Lack of response to five doses of IVIG and a positive antinuclear antibody (ANA) (>1
640) prompted a rheumatology consultation on day 7 of his admission. Anti-SSA was strongly positive (>8.0) but other antibodies were negative. Complements were normal. Anticardiolipin, beta-2 glycoprotein-1-antibodies, lupus anticoagulant, and antineutrophil cytoplasmic antibodies were negative. Anti-Hu, anti-Ri, anti-YO, MUSK, antivoltage-gated calcium channel, acetylcholine receptor antibodies, Gq1b, angiotensin converting enzyme, lyme antibodies were negative. A 24 hour urine showed 1.1 gram protein. Serum protein electrophoresis showed slightly increased polyclonal immunoglobulin G (IgG). An echocardiogram revealed small pericardial effusion. On day 12 of admission, patient's Hb dropped to 7
g/dL without any triggering etiology. Serum haptoglobin was decreased and direct/indirect Coombs were positive. He was treated with pulse steroids for 5 days and then oral prednisone thereafter with improvement in his anemia but unchanged neurological status.

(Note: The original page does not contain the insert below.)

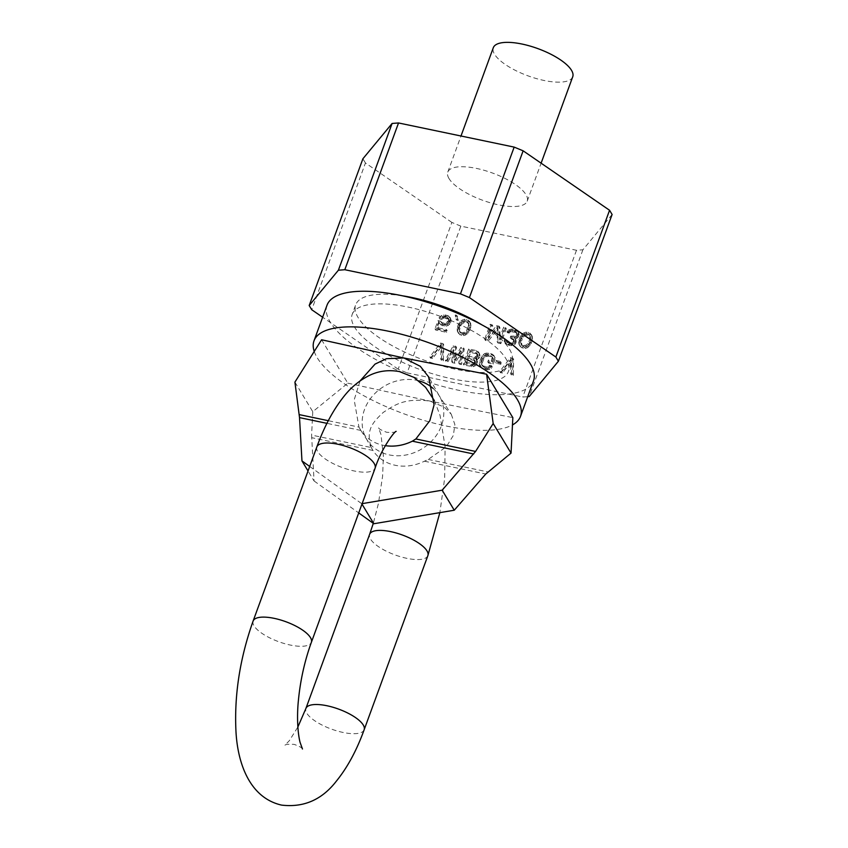 <?xml version="1.0" encoding="UTF-8"?>
<svg xmlns="http://www.w3.org/2000/svg" width="848" height="848" viewBox="0 0 848 848"><rect width="100%" height="100%" fill="white"/><g stroke="black" fill="none" stroke-linecap="round" stroke-linejoin="round"><path stroke-width="0.64" stroke-dasharray="4.24 3.18" d="M468.266 326.575L468.647 324.604L467.322 321.604L465.838 320.947L462.923 321.36L459.923 324.837L458.736 329.035L459.319 331.208L461.545 332.692L463.262 332.713L466.432 330.646L468.266 326.575L468.997 327.794L468.785 323.65L466.57 322.155L464.852 322.145L461.683 324.212L460.665 326.056L459.468 330.243L460.061 332.416L462.277 333.911L465.192 333.497L467.163 331.854L468.997 327.794M467.449 328.801L468.181 330.02M612.108 214.48L582.905 249.789L576.481 250.287L460.846 226.14L407.135 372.897L522.771 397.044L527.721 396.663M576.481 250.287L522.771 397.044M443.006 343.599L442.677 359.594L440.759 359.192L441.034 345.242L431.78 357.315L429.851 356.923L440.441 343.069L443.006 343.599L443.748 344.818L443.409 360.813L441.49 360.411L441.766 346.45L432.512 358.534L430.583 358.132L441.183 344.277L443.748 344.818M455.842 346.281L453.987 358.884L460.973 347.351L463.538 347.881L460.634 363.347L458.715 362.944L460.973 351.114L454.221 362.011L451.655 361.471L453.277 349.503L447.172 360.538L445.242 360.135L453.277 345.74L455.842 346.281L456.574 347.489L454.719 360.093L461.704 348.56L464.269 349.1L461.376 364.566L459.446 364.163L461.704 352.323L454.963 363.22L452.397 362.69L454.009 350.722L447.903 361.746L445.974 361.343L454.009 346.959L456.574 347.489M475.813 358.651L476.841 360.58L476.343 362.87L472.622 365.509L463.199 363.887L468.668 348.963L476.364 350.563L478.781 352.439L479.279 353.913L478.675 356.52L475.813 358.651L477.541 362.806L476.406 364.969L473.354 366.718L463.941 365.096L469.4 350.171L477.095 351.782L479.512 353.648L479.989 356.139L479.406 357.729L476.555 359.87M494.32 358.079L492.582 362.838L487.77 361.831L488.469 359.934L491.352 360.527L492.306 356.976L490.42 355.545L487.526 354.952L484.939 355.429L483.159 357.453L481.42 362.213L481.569 364.64L483.466 366.06L486.349 366.665L488.946 366.177L489.614 365.297L491.533 365.7L490.632 367.216L487.367 368.583L482.766 367.968L480.222 366.41L479.406 364.873L479.491 361.81L482.141 355.535L484.992 353.393L488.225 353.044L492.603 354.294L494.469 356.743L495.052 359.287L493.313 364.057L488.501 363.05L489.201 361.142L492.084 361.746L493.048 358.185L491.151 356.764L488.257 356.16L485.671 356.648L483.89 358.672L482.152 363.432L482.3 365.859L484.197 367.279L487.081 367.873L489.678 367.396L490.345 366.506L492.264 366.908L491.363 368.435L488.109 369.802L482.014 368.53L479.968 364.682L481.971 358.269L483.975 355.609L487.24 354.241L491.851 354.856L494.384 356.414L495.052 359.287M500.68 361.449L500.097 363.039L495.614 362.107L496.197 360.517L500.68 361.449L501.412 362.668L500.829 364.258L496.345 363.315L496.928 361.736L501.412 362.668M512.923 358.195L512.584 374.191L510.666 373.788L510.941 359.838L501.687 371.922L499.758 371.519L510.358 357.665L512.923 358.195L513.655 359.414L513.326 375.41L511.397 375.007L511.673 361.047L502.419 373.131L500.49 372.728L511.09 358.874L513.655 359.414M440.25 321.074L442.349 322.876L445.677 323.226L448.762 320.459L448.497 318.35L446.599 316.929L443.281 316.58L440.971 318.148L439.052 317.746L441.585 315.541L445.253 314.937L448.666 315.997L449.928 317.279L450.479 320.47L448.793 323.194L447.362 324.265L443.695 324.869L440.282 323.809L439.031 322.526L437.165 327.604L446.472 329.543L445.889 331.133L434.982 328.854L438.003 320.608L440.25 321.074L443.08 324.095L446.408 324.445L448.592 323.194L449.525 320.65L447.331 318.138L444.013 317.788L441.713 319.357L439.783 318.965L444.267 316.134L447.914 316.558L450.659 318.498L450.744 322.961L448.094 325.484L446.143 326.098L442.508 325.674L439.762 323.735L437.907 328.823L447.203 330.762L446.62 332.352L435.713 330.073L438.734 321.816L440.981 322.282M456.86 315.308L457.507 319.208L455.895 318.869L455.249 314.979L456.86 315.308L458.238 320.417L456.637 320.088L455.991 316.187L457.591 316.527M457.401 327.042L458.439 324.19L461.121 320.639L464.386 319.272L468.234 320.078L470.099 322.516L469.983 326.597L468.043 330.974L464.948 333.752L462.997 334.366L459.15 333.561L457.284 331.123L457.401 327.042L458.132 328.261L460.072 323.883L463.167 321.106L467.153 320.576L470.216 322.579L470.979 326.151L469.675 330.667L465.69 334.96L463.729 335.585L459.881 334.78L458.015 332.342L458.132 328.261M499.324 338.871L503.617 327.127L505.546 327.529L500.087 342.454L497.193 341.85L497.267 327.508L487.579 339.836L484.685 339.242L490.155 324.318L492.073 324.72L487.78 336.465L496.568 325.653L499.133 326.194L499.324 338.871L500.055 340.09L504.348 328.335L506.277 328.738L500.818 343.663L497.924 343.058L497.999 328.727L488.31 341.055L485.427 340.451L490.886 325.526L492.805 325.929L488.512 337.674L497.299 326.862L499.864 327.402L500.055 340.09M518.107 331.865L518.372 333.964L517.121 336.444L514.301 337.557L515.531 339.868L514.365 343.037L511.1 344.415L508.736 344.256L504.92 342.433L504.242 339.56L505.853 339.9L506.871 341.818L508.355 342.475L512.552 342.327L513.549 341.5L513.602 339.465L510.22 337.387L510.687 336.115L515.202 336.041L516.771 333.635L516.273 332.162L514.259 331.059L510.623 330.635L508.44 331.886L506.828 331.557L507.496 330.667L511.196 329.056L515.16 329.533L518.107 331.865L519.114 335.183L517.863 337.652L515.033 338.776L516.262 341.076L515.096 344.256L511.832 345.624L509.478 345.475L505.652 343.652L504.984 340.779L506.585 341.108L507.602 343.037L509.097 343.684L513.294 343.535L514.513 342.083L514.333 340.673L510.952 338.606L511.418 337.334L515.934 337.25L517.503 334.843L517.004 333.37L515.001 332.268L511.355 331.854L509.171 333.105L507.56 332.766L509.224 331.07L513.337 330.211L517.068 331.335L518.849 333.073M518.965 339.9L520.015 337.038L522.686 333.497L525.951 332.13L529.799 332.935L531.664 335.373L531.558 339.454L529.608 343.832L526.523 346.609L524.573 347.224L520.725 346.419L518.859 343.981L518.965 339.9L519.697 341.119L521.647 336.741L524.732 333.964L528.728 333.434L531.791 335.437L532.576 337.992L532.29 340.663L530.339 345.041L527.255 347.818L525.304 348.433L521.456 347.638L519.591 345.189L519.697 341.119M465.828 362.382L472.993 363.538L474.541 362.149L474.392 359.722L467.449 357.93L465.828 362.382L466.559 363.591L472.654 364.863L474.604 364.248L475.505 362.721L474.276 360.421L468.181 359.149L466.559 363.591M476.862 355.8L476.83 353.054L469.887 351.263L468.149 356.033L474.244 357.305L476.862 355.8L477.594 357.008L477.943 356.054L476.714 353.754L470.629 352.482L468.88 357.241L474.975 358.513L477.594 357.008M520.683 339.921L520.312 341.892L521.626 344.903L523.11 345.549L526.025 345.136L528.007 343.493L529.841 339.433L529.629 335.289L527.414 333.805L524.499 334.218L522.516 335.861L520.683 339.921L522.357 346.111L523.841 346.768L526.756 346.344L528.739 344.712L530.572 340.652L530.943 338.681L529.629 335.67L528.145 335.013L525.23 335.437L523.248 337.069L521.414 341.129M460.846 226.14L451.878 222.43L398.168 369.187L407.135 372.897M398.168 369.187L322.632 317.226M481.844 324.826A83.168 28.482 -159.9 0 1 509.478 349.185A83.168 28.482 20.1 0 1 511.895 361.958A83.168 28.482 20.1 0 1 439.847 365.308A83.168 28.482 20.1 0 1 358.121 317.576A83.168 28.482 -159.9 0 1 355.704 304.803L352.185 314.407A83.168 28.482 -159.9 0 0 354.602 327.18A83.168 28.482 20.1 0 0 436.328 374.901A83.168 28.482 20.1 0 0 508.387 371.562L511.895 361.958M402.63 295.835A83.168 28.482 -159.9 0 0 355.704 304.803M352.185 314.407A83.168 28.482 -159.9 0 1 424.244 311.068A83.168 28.482 -159.9 0 1 505.97 358.789A83.168 28.482 20.1 0 1 508.387 371.562M327.031 305.195A109.943 37.651 20.1 0 0 330.232 322.092A109.943 37.651 -159.9 0 0 438.278 385.183A109.943 37.651 -159.9 0 0 533.54 380.773M314.237 351.454A109.943 37.651 20.1 0 0 317.194 357.708A109.943 37.651 -159.9 0 0 410.135 416.018A109.943 37.651 -159.9 0 0 512.468 424.933M321.593 339.762L347.818 383.169L312.774 411.693L294.913 382.119M347.818 383.169L429.936 401.083L512.839 417.629M360.061 380.932L354.178 399.874L358.948 427.085L328.293 420.693M418.859 380.826A42.283 36.549 148.9 0 0 416.633 380.296A42.283 36.549 -31.1 0 0 372.558 396.005A42.283 36.549 -31.1 0 0 366.23 438.522A42.283 36.549 -31.1 0 0 367.364 440.398A42.283 36.549 -31.1 0 0 389.327 454.92A42.283 36.549 148.9 0 0 433.392 439.2A42.283 36.549 148.9 0 0 439.73 396.694L428.823 377.137M358.948 427.085L360.856 430.424A42.697 36.899 -31.1 0 0 360.972 430.604A42.697 36.899 -31.1 0 0 383.148 445.264A42.697 36.899 148.9 0 0 385.299 445.645M433.074 388.405A42.283 36.549 148.9 0 1 438.596 394.818L451.274 414.259L444.479 407.252L429.936 401.083C403.712 397.648 394.066 405.482 383.179 412.467C374.54 420.99 364.937 428.844 371.318 447.553L311.598 435.088L314.057 480.954L308.036 470.979M451.274 414.259L454.867 424.541L453.373 435.374L446.324 446.811L428.229 459.436L424.445 461.206A42.697 36.899 148.9 0 1 395.242 465.287A42.697 36.899 -31.1 0 1 372.961 450.458L371.318 447.553M438.596 394.818A42.283 36.549 148.9 0 1 439.73 396.694M309.7 466.453L361.757 503.712M314.057 480.954L358.736 512.923M312.774 411.693L311.598 435.088M451.878 222.43L365.446 162.975L311.735 309.732M365.446 162.975L362.902 158.767M449.027 178.589A42.283 14.48 20.1 0 1 447.797 172.091A42.283 14.48 20.1 0 1 484.431 170.395A42.283 14.48 20.1 0 1 525.983 194.658A42.283 14.48 20.1 0 1 527.212 201.156A42.283 14.48 20.1 0 1 490.579 202.863A42.283 14.48 20.1 0 1 449.027 178.589M582.905 249.789L529.205 396.546M572.729 76.786A42.283 14.48 20.1 0 1 536.095 78.493A42.283 14.48 20.1 0 1 494.532 54.219A42.283 14.48 20.1 0 1 493.303 47.721M442.677 359.594L443.409 360.813M440.441 343.069L441.183 344.277M429.851 356.923L430.583 358.132M431.78 357.315L432.512 358.534M441.034 345.242L441.766 346.45M440.759 359.192L441.49 360.411M453.987 358.884L454.719 360.093M453.277 345.74L454.009 346.959M445.242 360.135L445.974 361.343M447.172 360.538L447.903 361.746M453.277 349.503L454.009 350.722M451.655 361.471L452.397 362.69M454.221 362.011L454.963 363.22M460.973 351.114L461.704 352.323M458.715 362.944L459.446 364.163M460.634 363.347L461.376 364.566M463.538 347.881L464.269 349.1M460.973 347.351L461.704 348.56M476.343 359.107L477.074 360.315M476.576 358.471L477.307 359.69M477.996 357.4L478.738 358.619M478.675 356.52L479.406 357.729M479.247 354.93L479.989 356.139M479.279 353.913L480.01 355.121M478.781 352.439L479.512 353.648M477.848 351.22L478.579 352.429M476.364 350.563L477.095 351.782M468.668 348.963L469.4 350.171M463.199 363.887L463.941 365.096M470.905 365.488L471.636 366.707M472.622 365.509L473.354 366.718M474.255 364.82L474.986 366.039M475.675 363.75L476.406 364.969M476.343 362.87L477.085 364.078M476.809 361.598L477.541 362.806M476.841 360.58L477.572 361.789M471.923 363.654L472.654 364.863M467.449 357.93L468.181 359.149M473.544 359.202L474.276 360.421M474.392 359.722L475.124 360.941M474.795 360.495L475.537 361.704M474.774 361.513L475.505 362.721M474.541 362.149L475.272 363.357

Based on the presence of autoantibodies, Coombs positive hemolytic anemia, proteinuria, myositis, serositis as manifested by mild abdominal pain, pelvic free fluid, and small pericardial effusion, symmetrical progressive sensorimotor polyneuropathy simulating GBS and multiple cranial neuropathies, he was diagnosed with SLE. He was begun on IV cyclophosphamide (CYC) approximately 3 weeks after presentation and had very significant improvement in both motor strength and extraocular movement within 4 weeks (). He has presently received six infusions of cyclophosphamide and is off the prednisone and doing well on methotrexate. He is undergoing rehabilitation and has had complete resolution of his diplopia and anemia. His serositis and proteinuria also resolved.